- [INPUT MATERIAL]
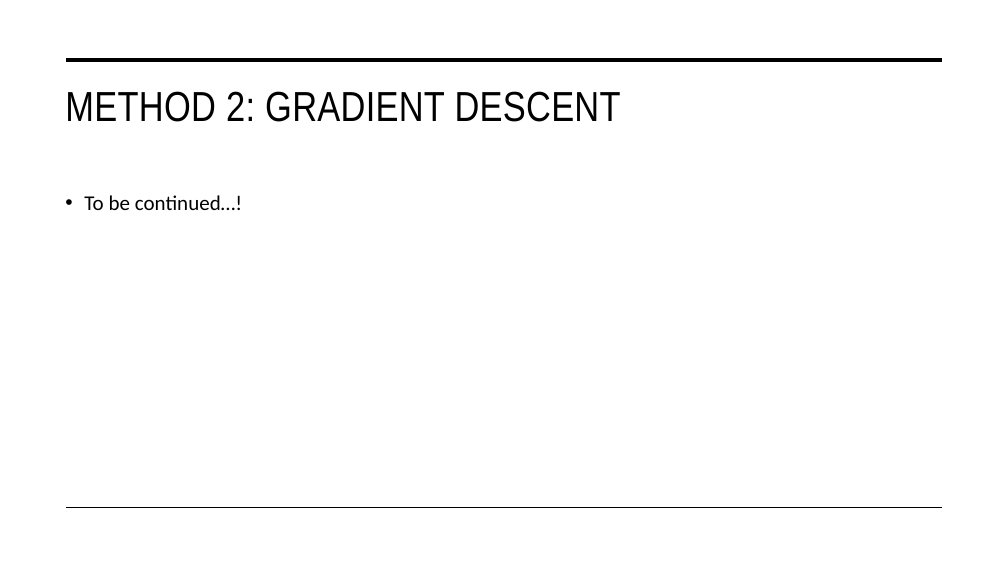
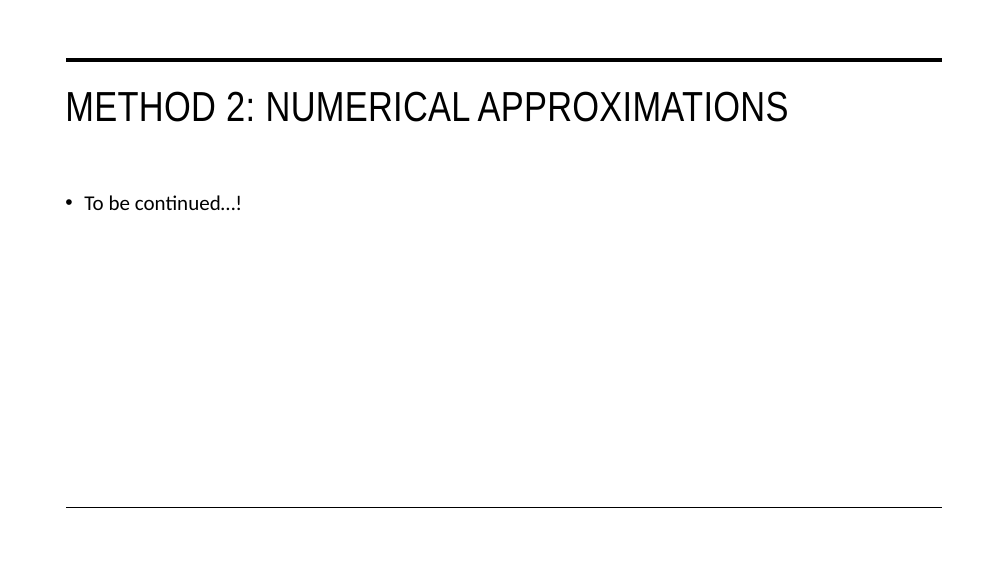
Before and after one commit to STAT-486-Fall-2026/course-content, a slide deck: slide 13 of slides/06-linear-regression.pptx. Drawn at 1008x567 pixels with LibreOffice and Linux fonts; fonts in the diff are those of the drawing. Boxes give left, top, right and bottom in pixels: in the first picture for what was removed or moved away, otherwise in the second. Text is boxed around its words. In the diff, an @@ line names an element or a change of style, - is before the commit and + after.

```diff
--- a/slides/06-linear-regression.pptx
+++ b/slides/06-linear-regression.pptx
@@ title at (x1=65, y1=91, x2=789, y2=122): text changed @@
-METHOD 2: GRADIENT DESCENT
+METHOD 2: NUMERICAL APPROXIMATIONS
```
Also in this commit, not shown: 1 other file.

---

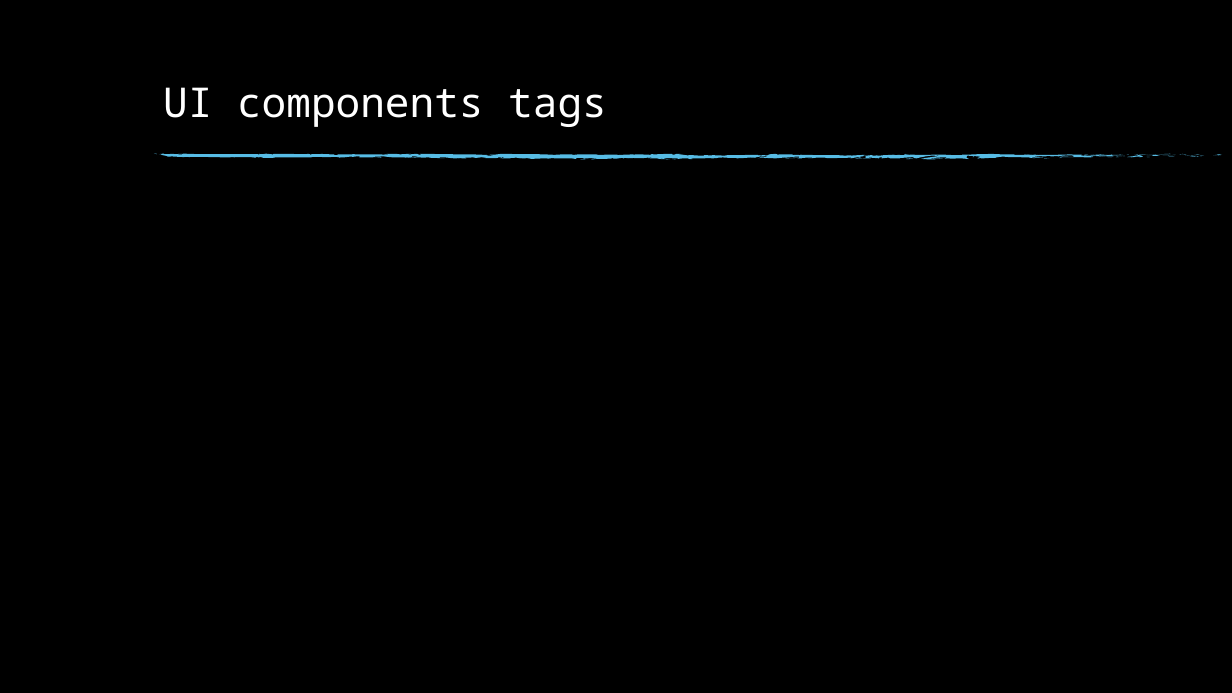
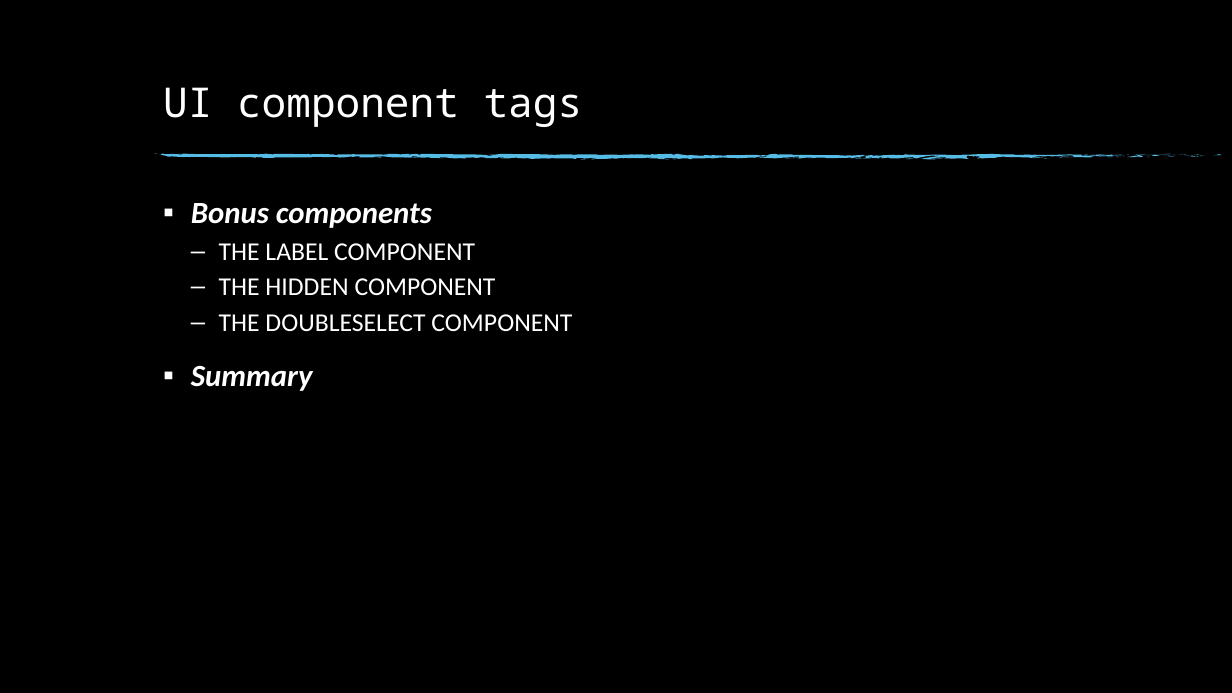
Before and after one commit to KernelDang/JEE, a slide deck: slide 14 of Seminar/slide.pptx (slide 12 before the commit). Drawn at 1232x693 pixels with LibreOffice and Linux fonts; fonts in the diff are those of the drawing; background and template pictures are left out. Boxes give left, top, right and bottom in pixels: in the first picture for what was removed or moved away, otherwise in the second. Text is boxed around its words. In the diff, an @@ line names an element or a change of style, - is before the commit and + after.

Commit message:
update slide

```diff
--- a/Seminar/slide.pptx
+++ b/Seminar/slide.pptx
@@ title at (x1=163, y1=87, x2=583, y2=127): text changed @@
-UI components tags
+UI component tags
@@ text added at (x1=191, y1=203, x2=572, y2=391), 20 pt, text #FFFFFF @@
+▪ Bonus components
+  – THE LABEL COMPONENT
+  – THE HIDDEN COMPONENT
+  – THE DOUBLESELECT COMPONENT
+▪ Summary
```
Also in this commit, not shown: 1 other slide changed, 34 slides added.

- [EXERCISE REQUIREMENTS]
Please report how many lines of the listing contain the word "Also", and include nothing beyond that number.

- [EXERCISE RESPONSE]
2